Problem to solve: Find the word "elements" below. Copy each line that has it.

»»

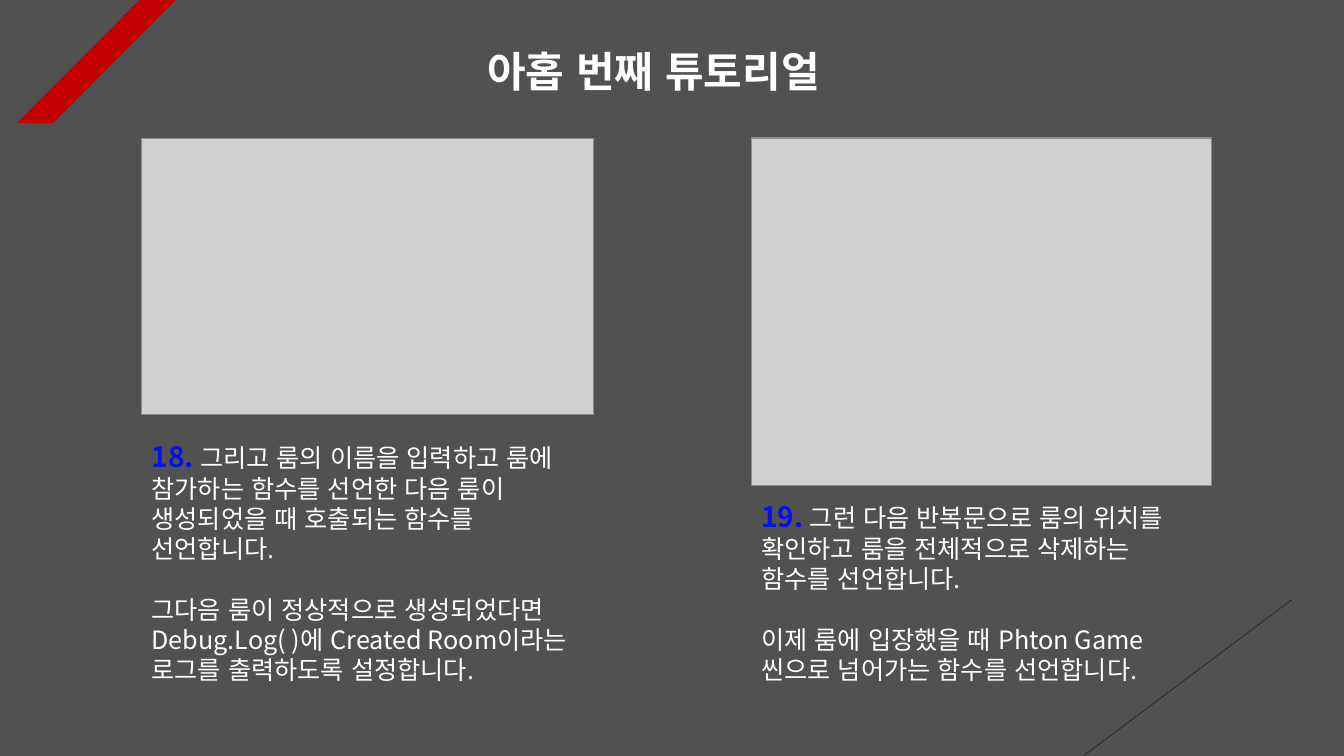
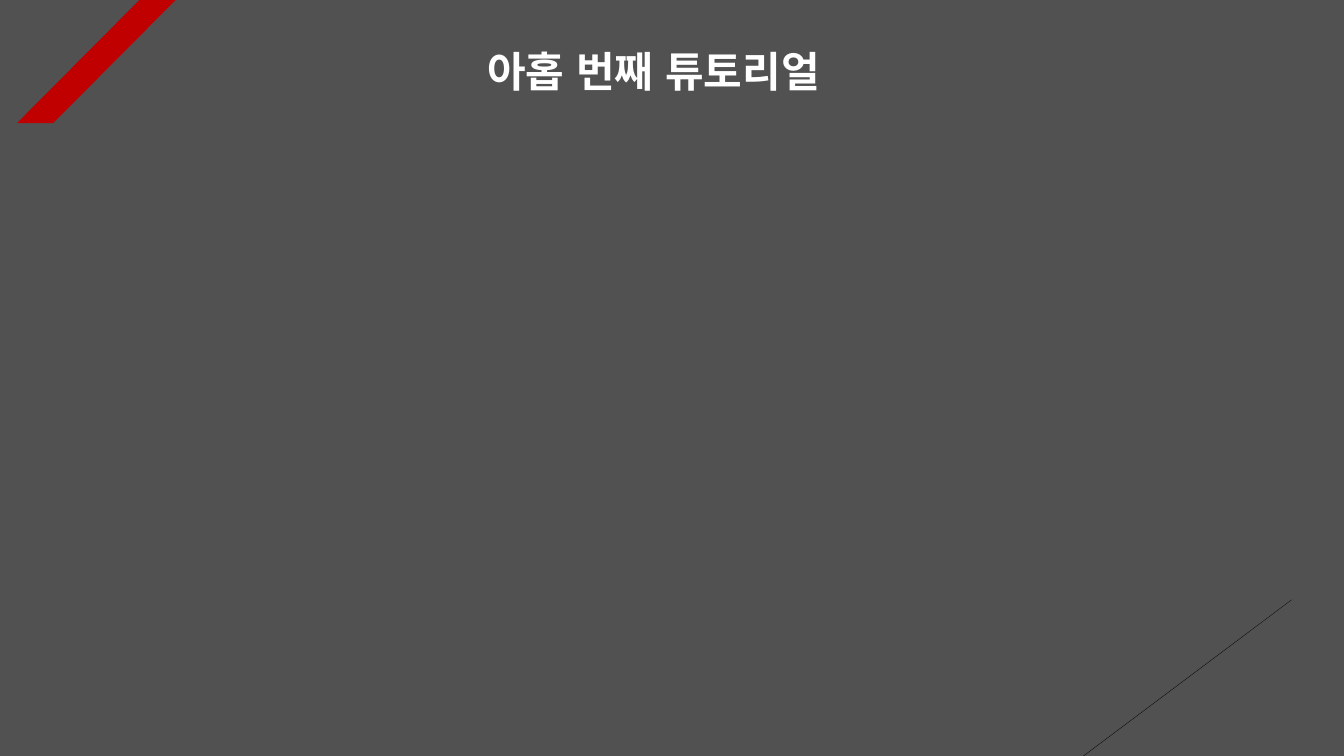
Before and after one commit to Unity2033/3D-UnityEngine, a slide deck: slide 9 of Assets/Class/Photon Server/PPT Data/Photon Room.pptx. Drawn at 1344x756 pixels with LibreOffice and Linux fonts; fonts in the diff are those of the drawing; grey boxes stand for pictures. Boxes give left, top, right and bottom in pixels: in the first picture for what was removed or moved away, otherwise in the second. Text is boxed around its words. In the diff, an @@ line names an element or a change of style, - is before the commit and + after.

```diff
--- a/Assets/Class/Photon Server/PPT Data/Photon Room.pptx
+++ b/Assets/Class/Photon Server/PPT Data/Photon Room.pptx
@@ picture removed at box(142, 138, 594, 414) @@
@@ picture removed at box(751, 138, 1211, 486) @@
@@ text removed at box(152, 446, 567, 681) @@
-18. 그리고 룸의 이름을 입력하고 룸에 참가하는 함수를 선언한 다음 룸이 생성되었을 때 호출되는 함수를 선언합니다.
-그다음 룸이 정상적으로 생성되었다면 Debug.Log( )에 Created Room이라는 로그를 출력하도록 설정합니다.
@@ text removed at box(761, 506, 1163, 681) @@
-19. 그런 다음 반복문으로 룸의 위치를 확인하고 룸을 전체적으로 삭제하는 함수를 선언합니다.
-이제 룸에 입장했을 때 Phton Game 씬으로 넘어가는 함수를 선언합니다.
```
Also in this commit, not shown: 8 other slides changed, 39 other files.
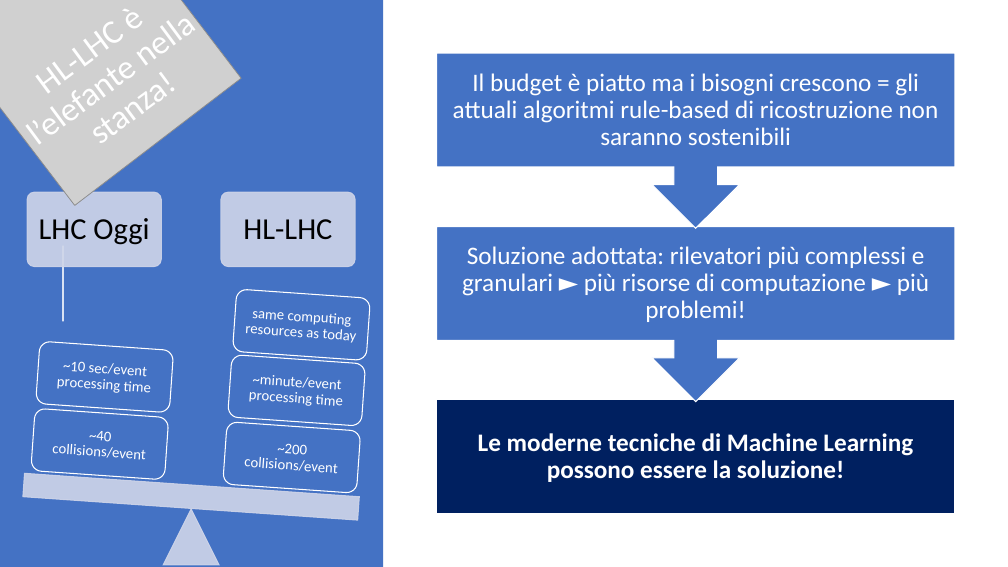
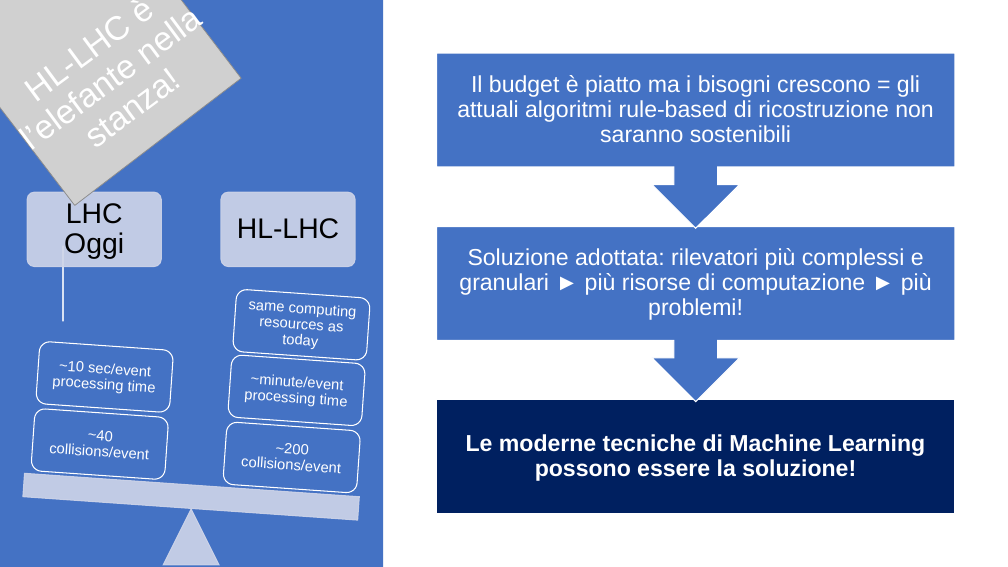
Before and after one commit to soldanoale/DataScience-HEP, a slide deck: slide 11 of Lezione 1.B - ML.pptx (slide 7 before the commit). Drawn at 1008x567 pixels with LibreOffice and Linux fonts; fonts in the diff are those of the drawing; grey boxes stand for pictures. Boxes give left, top, right and bottom in pixels: in the first picture for what was removed or moved away, otherwise in the second. Text is boxed around its words. In the diff, an @@ line names an element or a change of style, - is before the commit and + after.

```diff
--- a/Lezione 1.B - ML.pptx
+++ b/Lezione 1.B - ML.pptx
@@ size 24 to 22 pt, font Calibri to Arial in 3 elements at bbox=[466, 434, 925, 481], bbox=[459, 248, 932, 320], bbox=[457, 75, 933, 142] @@
@@ text "LHC Oggi" at bbox=[64, 201, 124, 259]: size 29 to 27 pt, font Calibri to Arial @@
@@ text "HL-LHC" at bbox=[237, 218, 339, 239]: size 29 to 27 pt, font Calibri to Arial @@
@@ font Calibri to Arial in 6 elements at bbox=[141, 4, 183, 41], bbox=[241, 456, 341, 474], bbox=[244, 374, 347, 407], bbox=[248, 301, 356, 349], bbox=[49, 443, 149, 460], bbox=[52, 361, 155, 394] @@
```
Also in this commit, not shown: 5 other slides changed, 4 slides added, 1 other file.
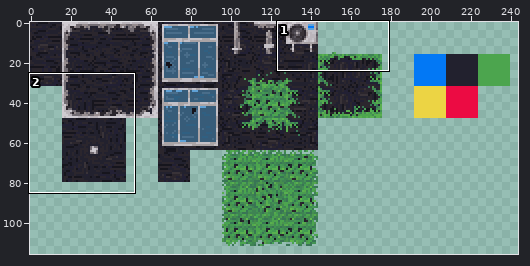
Sprite sheet -- asset/textures/atlas/atlas.png. The picture above shows the old version from afar; the outline marks the close-up.
Close-up. Before the edit:
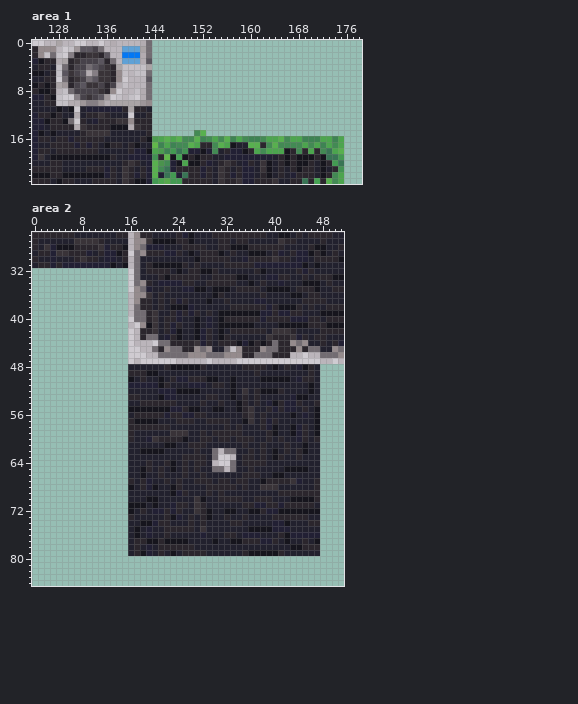
The file is 320x320 pixels. Colours within 5 levels of each other are drawn and written as one. Shown: area 1: x 124..178, y 0..23; area 2: x 0..51, y 26..84. The wide view leaves out empty margins. The commit also changed other parts of the picture, which this record leaves out.
And afterwards:
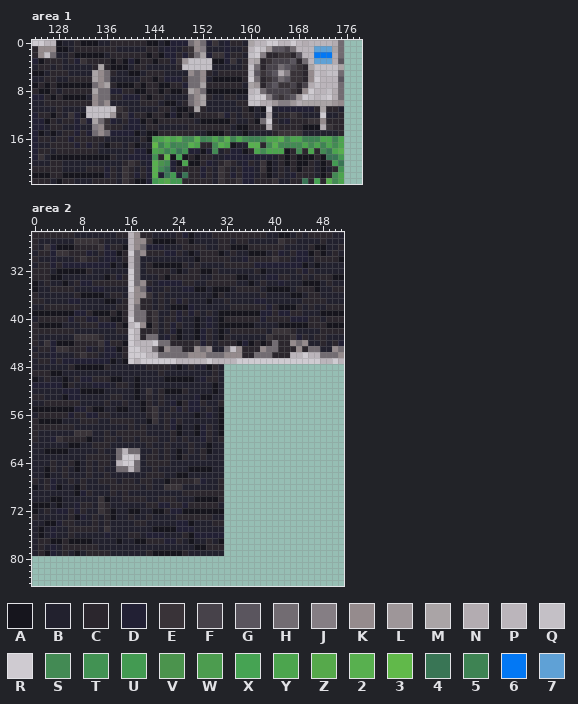
Palette (. is transparent): A #16151d  B #22212e  C #2b262d  D #222034  E #393338  F #47424a  G #5a555e  H #726c72  J #857e84  K #958b8d  L #9e9699  M #aaa4a6  N #b3acb1  P #bbb5bb  Q #c4c0c6  R #cfcbd1  S #438a54  T #429253  U #439a52  V #4b934d  W #4c9c4f  X #46a353  Y #4ca54e  Z #56a94b  2 #58b04f  3 #61b94a  4 #397555  5 #3e8353  6 #0278f5  7 #5fa1d6
Diff:
Changed rows in their new state; - is an unchanged pixel.
Area 1:
first column x 128:
 0 ABBCAAABBCCCCCCAABADDDHKHDEBDCCBMPPRRPPRPNPPPPNH
 1 AABCCCCCCCBBBBBCCBDDBCEKJBBBDBBCPRQLGGFHPPP777MH
 2 BBCAAAAABCCCCCCACADDCDEHMDEEDCCBQRJCCEECGPP666NH
 3 CB-DECCC-ACADACCACCDELQQQQAADEBCNMCEFFFGCHP777NG
 4 CBBBBBCMCAAABCCBBBBBCQQQQQBBBBBCQHCFFHGFECMQQQQM
 5 CCBBBBMKH-BBAABCCCBBBBKHKCBCCCCCQGEFGNJEECKQPQQH
 6 BB-CCCMKHBBBBBCCACDDDCHHKBAAAAACRHCEFHGEECKRPPPG
 7 AAAAAAHKMCAAACACCAACCDHHMCCCCCCBMLCFGEEFCFNQPPPH
 8 BCCCCCMHHDDCCAACCACAACMKHAAAAAAAPQHFFFFECKRPPQNH
 9 CAAAABKHHCCDDDCACCBBBBHKMCBBCCBBQRRJFEFGLRQPQRNH
10 CCCCCCKHKBBBBBCCCBAABCHKMBBBBBCCQQNNLJJLNMMMMMLK
11 C-BB-QQQQQE-BBB-BCCBAACMCBBBBBBCABARBDDDDDDCMCCB
12 --EDAQQQQLCEDCCACCADACACCCCEDCBCCBBNBCCECBBBRBBC
13 BCCDEDMHEDBCDDA-ACCCCCCBAAAAACBBCAHRCBDCCCEEKCCC
14 -BBDBBJKECCBDDB-CBBBBBCCCCCCCBAACCCNECCCCAAANECC
15 -CCD-DHKHDDDDA-AACCCCCCBBAAACBBABBBBCEEEEBBBBBBC
Area 2:
first column x 0:
32 CCCBAAAAACBBBBBB--------------------------------
33 CCCAABBBBBBBACDC--------------------------------
34 ABCBBABCDDCCCCCC--------------------------------
35 ABBCCCCBBBDDBBBB--------------------------------
36 CBBBBBBCAAAABCCB--------------------------------
37 CCBBBBDDBBBBAABC--------------------------------
38 BBCCCCCCBBBBBBCC--------------------------------
39 AAAAAAADDCAAACAC--------------------------------
40 BCCCCCDCCDDCCAAC--------------------------------
41 CAAAABBBCCCDDDCA--------------------------------
42 CCCCCCCBBBBBBBCC--------------------------------
43 CBBBBBBEEEECBBBB--------------------------------
44 CBEDAAACCCCEDCCA--------------------------------
45 BCCDEECCCDBCDDAC--------------------------------
46 CBBDBBBCECCBDDBC--------------------------------
47 BCCDCDDDDDDDDABA--------------------------------
48 BBBBBBCAAAAACBBB---CCC-B-BCBDAC-................
49 CCCAABBBBBBBBBBBBBBBBC--------C-................
50 ABCBBABCDDCCCAABBAB--BAAAAABDCC-................
51 DDDDDACBBBDDDBCCBABBBBB---BBB-AB................
52 BBBBBDDDAAAABBBB-A-E-CAA-CBB--A-................
53 CCBBBADDBBBBBCCBBA-C-CBB---DAAB-................
54 BBCCCCCCBBBBCBBC--A-B-BDACDD----................
55 AAAAAAADDCAABBAABB-CEBBC--DD-CB-................
56 BCCCCCDCCDDCCBBB-BB-EBCBBBBABD-A................
57 CAAAABBBCCCBBCCC-BB-E-CD-BB--BBA................
58 CCCCCCCBBBBBBBBB-B-BBB-DA--ADC-A................
59 CBBBBBBEEEBBCBCC-CC----CAB-ADCBA................
60 CBBDECCCCABBCCBC--CCCBB-BC--D---................
61 BBBBBBAABBCCCBBB---C--CB---BBA--................
62 BBAAAABBBBBCBBHPHHBBCBC-A-CBCABB................
63 BBBBBBBBBCCCCBHRRP-CC-C-A-BB--BB................
64 BBBCBBCABCBCCBPRRH--CC-B-B-BB-BB................
65 BBACBCBABCBCBBHHPHBBCB-B-BAAAABB................
66 BBABBCBBBCBBCBBB--BCC---AA--B---................
67 CBCDBBCBCBBCCCBC---C--AC-CCEDB--................
68 ABCDABBACBBBBCCCCCBCB-EEE----BB-................
69 BBBBBBBADCBBBCBC-------BB-CCC-C-................
70 BBBAABBBBBBEABBCCCCBBCCC---A-AA-................
71 AAABABBDCCBECBBBBBBCCDDC-DCC-CC-................
72 ABCBDDCDCBBECABB-AB-AA--DAAAA-AA................
73 CBBBBBCADBCBCABB---C--BBCC-C-C--................
74 BBAADCCBBBCBCBBB-CCBBBB-DDA-B-CC................
75 BABDBBCCCCCBEBBB-B-BAAAADDD-B---................
76 BABDBBCBBBBBDBBBCC--DDB--CAD-DDD................
77 BCCAACAAAABBBBAB-AACC-DDCBA--CBA................
78 BCBDBCCCCCCBBBBB-B-B-BBBBBBAACCC................
79 BCADBCBABCCCCBBB-BBCAAA-A-BBB---................

««

Result for this exercise:
@@ size 24 to 22 pt, font Calibri to Arial in 3 elements at bbox=[466, 434, 925, 481], bbox=[459, 248, 932, 320], bbox=[457, 75, 933, 142] @@
@@ font Calibri to Arial in 6 elements at bbox=[141, 4, 183, 41], bbox=[241, 456, 341, 474], bbox=[244, 374, 347, 407], bbox=[248, 301, 356, 349], bbox=[49, 443, 149, 460], bbox=[52, 361, 155, 394] @@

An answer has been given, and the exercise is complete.